BRIEF. Once you find the line with "Two states of" in the data that follows, repeat it and every line after it exactly, through the line with "21 ABBA......ACCCA......ABBA".

SUPPLIED RECORDS.
───
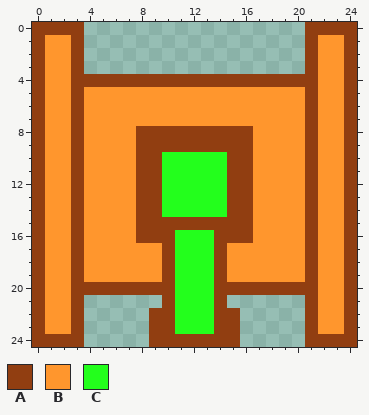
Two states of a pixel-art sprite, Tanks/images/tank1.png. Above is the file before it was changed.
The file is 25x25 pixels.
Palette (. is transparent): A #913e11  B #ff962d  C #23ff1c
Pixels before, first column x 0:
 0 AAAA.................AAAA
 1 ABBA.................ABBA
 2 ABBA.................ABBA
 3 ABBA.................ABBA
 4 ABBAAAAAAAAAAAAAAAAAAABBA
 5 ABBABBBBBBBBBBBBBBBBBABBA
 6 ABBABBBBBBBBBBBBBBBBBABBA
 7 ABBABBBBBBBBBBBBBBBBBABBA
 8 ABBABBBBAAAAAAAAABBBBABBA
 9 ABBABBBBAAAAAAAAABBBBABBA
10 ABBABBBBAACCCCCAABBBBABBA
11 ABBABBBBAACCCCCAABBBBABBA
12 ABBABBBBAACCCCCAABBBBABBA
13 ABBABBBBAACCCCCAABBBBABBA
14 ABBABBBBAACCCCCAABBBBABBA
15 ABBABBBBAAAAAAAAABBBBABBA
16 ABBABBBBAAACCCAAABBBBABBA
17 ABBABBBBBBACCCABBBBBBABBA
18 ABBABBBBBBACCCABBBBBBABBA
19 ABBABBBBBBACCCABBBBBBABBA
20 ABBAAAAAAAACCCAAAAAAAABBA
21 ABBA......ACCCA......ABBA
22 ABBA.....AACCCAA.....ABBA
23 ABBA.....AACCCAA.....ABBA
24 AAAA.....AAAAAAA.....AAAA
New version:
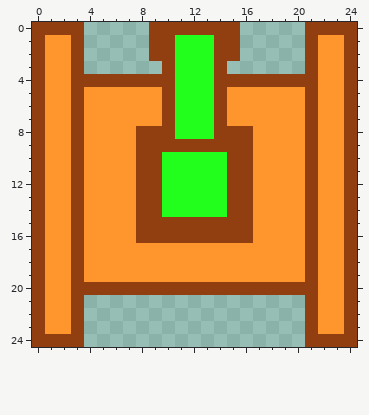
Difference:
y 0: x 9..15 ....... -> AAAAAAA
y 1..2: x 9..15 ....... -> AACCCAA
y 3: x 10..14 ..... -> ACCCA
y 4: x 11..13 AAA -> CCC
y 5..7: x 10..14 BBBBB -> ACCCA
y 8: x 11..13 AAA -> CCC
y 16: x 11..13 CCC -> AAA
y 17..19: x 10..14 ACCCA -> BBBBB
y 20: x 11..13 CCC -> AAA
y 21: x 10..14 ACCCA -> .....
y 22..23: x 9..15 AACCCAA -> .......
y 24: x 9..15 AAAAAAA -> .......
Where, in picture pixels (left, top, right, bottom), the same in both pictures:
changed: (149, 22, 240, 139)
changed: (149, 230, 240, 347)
───
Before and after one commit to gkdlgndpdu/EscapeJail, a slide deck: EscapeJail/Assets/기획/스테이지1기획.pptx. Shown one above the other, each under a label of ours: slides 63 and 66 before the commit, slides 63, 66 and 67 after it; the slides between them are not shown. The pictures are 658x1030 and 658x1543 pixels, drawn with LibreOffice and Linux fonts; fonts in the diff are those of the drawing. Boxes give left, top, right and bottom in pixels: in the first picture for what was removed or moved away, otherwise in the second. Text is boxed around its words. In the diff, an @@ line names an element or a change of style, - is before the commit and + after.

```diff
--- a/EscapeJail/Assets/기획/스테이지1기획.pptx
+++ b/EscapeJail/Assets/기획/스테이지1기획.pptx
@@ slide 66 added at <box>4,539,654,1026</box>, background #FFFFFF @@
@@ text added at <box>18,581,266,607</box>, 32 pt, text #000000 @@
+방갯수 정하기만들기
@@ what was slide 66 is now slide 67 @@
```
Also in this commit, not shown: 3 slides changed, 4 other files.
───
TASK ANSWER.
Two states of a pixel-art sprite, Tanks/images/tank1.png. Above is the file before it was changed.
The file is 25x25 pixels.
Palette (. is transparent): A #913e11  B #ff962d  C #23ff1c
Pixels before, first column x 0:
 0 AAAA.................AAAA
 1 ABBA.................ABBA
 2 ABBA.................ABBA
 3 ABBA.................ABBA
 4 ABBAAAAAAAAAAAAAAAAAAABBA
 5 ABBABBBBBBBBBBBBBBBBBABBA
 6 ABBABBBBBBBBBBBBBBBBBABBA
 7 ABBABBBBBBBBBBBBBBBBBABBA
 8 ABBABBBBAAAAAAAAABBBBABBA
 9 ABBABBBBAAAAAAAAABBBBABBA
10 ABBABBBBAACCCCCAABBBBABBA
11 ABBABBBBAACCCCCAABBBBABBA
12 ABBABBBBAACCCCCAABBBBABBA
13 ABBABBBBAACCCCCAABBBBABBA
14 ABBABBBBAACCCCCAABBBBABBA
15 ABBABBBBAAAAAAAAABBBBABBA
16 ABBABBBBAAACCCAAABBBBABBA
17 ABBABBBBBBACCCABBBBBBABBA
18 ABBABBBBBBACCCABBBBBBABBA
19 ABBABBBBBBACCCABBBBBBABBA
20 ABBAAAAAAAACCCAAAAAAAABBA
21 ABBA......ACCCA......ABBA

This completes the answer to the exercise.